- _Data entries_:

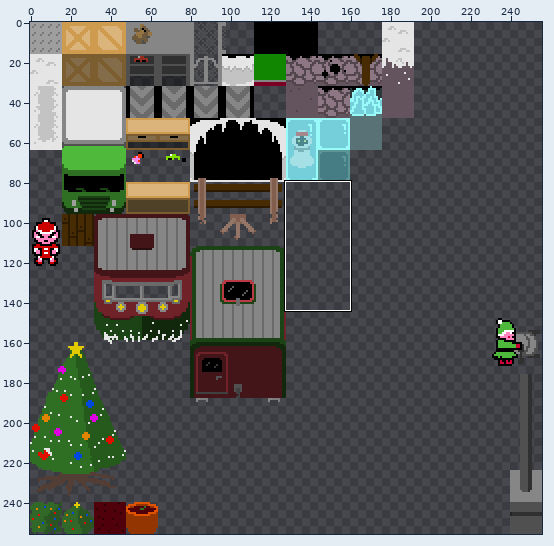
Sprite sheet, stored at assets/block-spritesheet.png. Above: a wide view before the commit, with the close-up outlined.
Close-up. As it was:
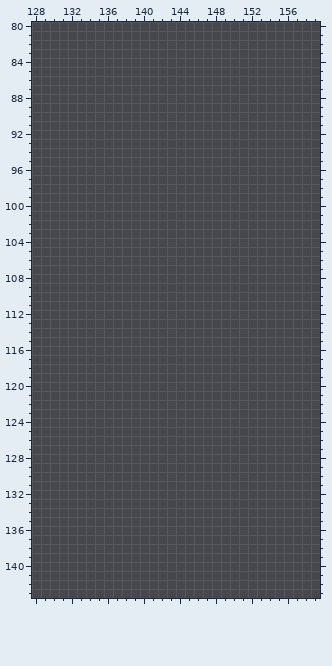
The file is 256x256 pixels. Colours within 5 levels of each other are drawn and written as one. Shown: x 128..159, y 80..143.
Palette (. is transparent): 
New version:
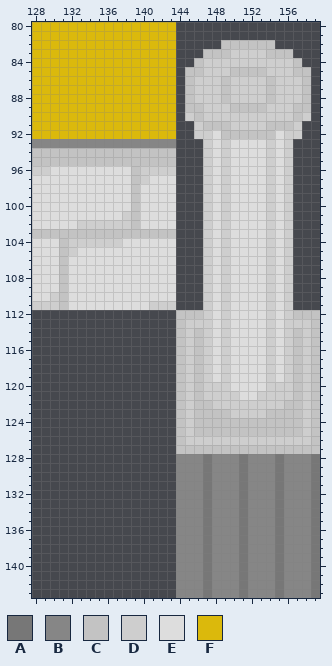
Colours new in this view: A #777777  B #868686  C #c3c3c3  D #cecece  E #dddddd  F #dbb90c
Edits made:
Changed rows in their new state; - is an unchanged pixel.
first column x 128:
 80 FFFFFFFFFFFFFFFF----------------
 81 FFFFFFFFFFFFFFFF----------------
 82 FFFFFFFFFFFFFFFF-----CCCCCC-----
 83 FFFFFFFFFFFFFFFF---CCCDDDDCCC---
 84 FFFFFFFFFFFFFFFF--CDDDDDDDDDDC--
 85 FFFFFFFFFFFFFFFF-CCDDDCCCCDDDCC-
 86 FFFFFFFFFFFFFFFF-CDDDCDDDDCDDDC-
 87 FFFFFFFFFFFFFFFF-CDDDCDDDDCDDDC-
 88 FFFFFFFFFFFFFFFF-CDDDCDDDDCDDDC-
 89 FFFFFFFFFFFFFFFF-CCDDDCCCCDDDCC-
 90 FFFFFFFFFFFFFFFF-DCDDDDDDDDDDCD-
 91 FFFFFFFFFFFFFFFF--DCCCDDDDCCCD--
 92 FFFFFFFFFFFFFFFF--DDECCCCCCEDD--
 93 BBBBBBBBBBBBBBBB---DEDEEEEDED---
 94 CCCCCCCCCCCCCCCC---DEDEEEEDED---
 95 CCCCCCCCCCCCCCCC---DEDEEEEDED---
 96 DDEEEEEEEEECDDDD---DEDEEEEDED---
 97 EEEEEEEEEEECDEEE---DEDEEEEDED---
 98 EEEEEEEEEEECEEEE---DEDEEEEDED---
 99 EEEEEEEEEEECEEEE---DEDEEEEDED---
100 EEEEEEEEEEECEEEE---DEDEEEEDED---
101 EEEEEEEEEEDCEEEE---DEDEEEEDED---
102 EEEEEDDDDDDCEEEE---DEDEEEEDED---
103 CCCCCCCCCCCCCCCC---DEDEEEEDED---
104 EEECDDDDDDEEEEEE---DEDEEEEDED---
105 EEECDEEEEEEEEEEE---DEDEEEEDED---
106 EEECEEEEEEEEEEEE---DEDEEEEDED---
107 EEECEEEEEEEEEEEE---DEDEEEEDED---
108 EEECEEEEEEEEEEEE---DEDEEEEDED---
109 EEECEEEEEEEEEEEE---DEDEEEEDED---
110 EEDCEEEEEEEEEEEE---DEDEEEEDED---
111 DDDCEEEEEEEEEDDD---DEDEEEEDED---
112 ----------------CCCDEDEEEEDEDCCC
113 ----------------CDDDEDEEEEDEDDDC
114 ----------------CDCDEDEEEEDEDCDC
115 ----------------CDCDEDEEEEDEDCDC
116 ----------------CDCDEDEEEEDEDCDC
117 ----------------CDCDEDEEEEDEDCDC
118 ----------------CDCDEDEEEEDEDCDC
119 ----------------CDCDEDEEEEDEDCDC
120 ----------------CDCDDDEEEEDDDCDC
121 ----------------CDCDDDDEEDDDDCDC
122 ----------------CDCCDDDDDDDDCCDC
123 ----------------CDCCCCDDDDCCCCDC
124 ----------------CDCCCCCCCCCCCCDC
125 ----------------CDCCCCCCCCCCCCDC
126 ----------------CDDDDDDDDDDDDDDC
127 ----------------CCCCCCCCCCCCCCCC
128 ----------------BBBABBBABBBABBBA
129 ----------------BBBABBBABBBABBBA
130 ----------------BBBABBBABBBABBBA
131 ----------------BBBABBBABBBABBBA
132 ----------------BBBABBBABBBABBBA
133 ----------------BBBABBBABBBABBBA
134 ----------------BBBABBBABBBABBBA
135 ----------------BBBABBBABBBABBBA
136 ----------------BBBABBBABBBABBBA
137 ----------------BBBABBBABBBABBBA
138 ----------------BBBABBBABBBABBBA
139 ----------------BBBABBBABBBABBBA
140 ----------------BBBABBBABBBABBBA
141 ----------------BBBABBBABBBABBBA
142 ----------------BBBABBBABBBABBBA
143 ----------------BBBABBBABBBABBBA
Where, in picture pixels (left, top, right, bottom), the same in both close-ups:
added: (32, 22, 320, 598)

- _YOUR TASK_: Skipping the pictures, output the entries exactly as they appear above.

- _RESPONSE BELOW_:
Sprite sheet, stored at assets/block-spritesheet.png. Above: a wide view before the commit, with the close-up outlined.
Close-up. As it was:
The file is 256x256 pixels. Colours within 5 levels of each other are drawn and written as one. Shown: x 128..159, y 80..143.
Palette (. is transparent): 
New version:
Colours new in this view: A #777777  B #868686  C #c3c3c3  D #cecece  E #dddddd  F #dbb90c
Edits made:
Changed rows in their new state; - is an unchanged pixel.
first column x 128:
 80 FFFFFFFFFFFFFFFF----------------
 81 FFFFFFFFFFFFFFFF----------------
 82 FFFFFFFFFFFFFFFF-----CCCCCC-----
 83 FFFFFFFFFFFFFFFF---CCCDDDDCCC---
 84 FFFFFFFFFFFFFFFF--CDDDDDDDDDDC--
 85 FFFFFFFFFFFFFFFF-CCDDDCCCCDDDCC-
 86 FFFFFFFFFFFFFFFF-CDDDCDDDDCDDDC-
 87 FFFFFFFFFFFFFFFF-CDDDCDDDDCDDDC-
 88 FFFFFFFFFFFFFFFF-CDDDCDDDDCDDDC-
 89 FFFFFFFFFFFFFFFF-CCDDDCCCCDDDCC-
 90 FFFFFFFFFFFFFFFF-DCDDDDDDDDDDCD-
 91 FFFFFFFFFFFFFFFF--DCCCDDDDCCCD--
 92 FFFFFFFFFFFFFFFF--DDECCCCCCEDD--
 93 BBBBBBBBBBBBBBBB---DEDEEEEDED---
 94 CCCCCCCCCCCCCCCC---DEDEEEEDED---
 95 CCCCCCCCCCCCCCCC---DEDEEEEDED---
 96 DDEEEEEEEEECDDDD---DEDEEEEDED---
 97 EEEEEEEEEEECDEEE---DEDEEEEDED---
 98 EEEEEEEEEEECEEEE---DEDEEEEDED---
 99 EEEEEEEEEEECEEEE---DEDEEEEDED---
100 EEEEEEEEEEECEEEE---DEDEEEEDED---
101 EEEEEEEEEEDCEEEE---DEDEEEEDED---
102 EEEEEDDDDDDCEEEE---DEDEEEEDED---
103 CCCCCCCCCCCCCCCC---DEDEEEEDED---
104 EEECDDDDDDEEEEEE---DEDEEEEDED---
105 EEECDEEEEEEEEEEE---DEDEEEEDED---
106 EEECEEEEEEEEEEEE---DEDEEEEDED---
107 EEECEEEEEEEEEEEE---DEDEEEEDED---
108 EEECEEEEEEEEEEEE---DEDEEEEDED---
109 EEECEEEEEEEEEEEE---DEDEEEEDED---
110 EEDCEEEEEEEEEEEE---DEDEEEEDED---
111 DDDCEEEEEEEEEDDD---DEDEEEEDED---
112 ----------------CCCDEDEEEEDEDCCC
113 ----------------CDDDEDEEEEDEDDDC
114 ----------------CDCDEDEEEEDEDCDC
115 ----------------CDCDEDEEEEDEDCDC
116 ----------------CDCDEDEEEEDEDCDC
117 ----------------CDCDEDEEEEDEDCDC
118 ----------------CDCDEDEEEEDEDCDC
119 ----------------CDCDEDEEEEDEDCDC
120 ----------------CDCDDDEEEEDDDCDC
121 ----------------CDCDDDDEEDDDDCDC
122 ----------------CDCCDDDDDDDDCCDC
123 ----------------CDCCCCDDDDCCCCDC
124 ----------------CDCCCCCCCCCCCCDC
125 ----------------CDCCCCCCCCCCCCDC
126 ----------------CDDDDDDDDDDDDDDC
127 ----------------CCCCCCCCCCCCCCCC
128 ----------------BBBABBBABBBABBBA
129 ----------------BBBABBBABBBABBBA
130 ----------------BBBABBBABBBABBBA
131 ----------------BBBABBBABBBABBBA
132 ----------------BBBABBBABBBABBBA
133 ----------------BBBABBBABBBABBBA
134 ----------------BBBABBBABBBABBBA
135 ----------------BBBABBBABBBABBBA
136 ----------------BBBABBBABBBABBBA
137 ----------------BBBABBBABBBABBBA
138 ----------------BBBABBBABBBABBBA
139 ----------------BBBABBBABBBABBBA
140 ----------------BBBABBBABBBABBBA
141 ----------------BBBABBBABBBABBBA
142 ----------------BBBABBBABBBABBBA
143 ----------------BBBABBBABBBABBBA
Where, in picture pixels (left, top, right, bottom), the same in both close-ups:
added: (32, 22, 320, 598)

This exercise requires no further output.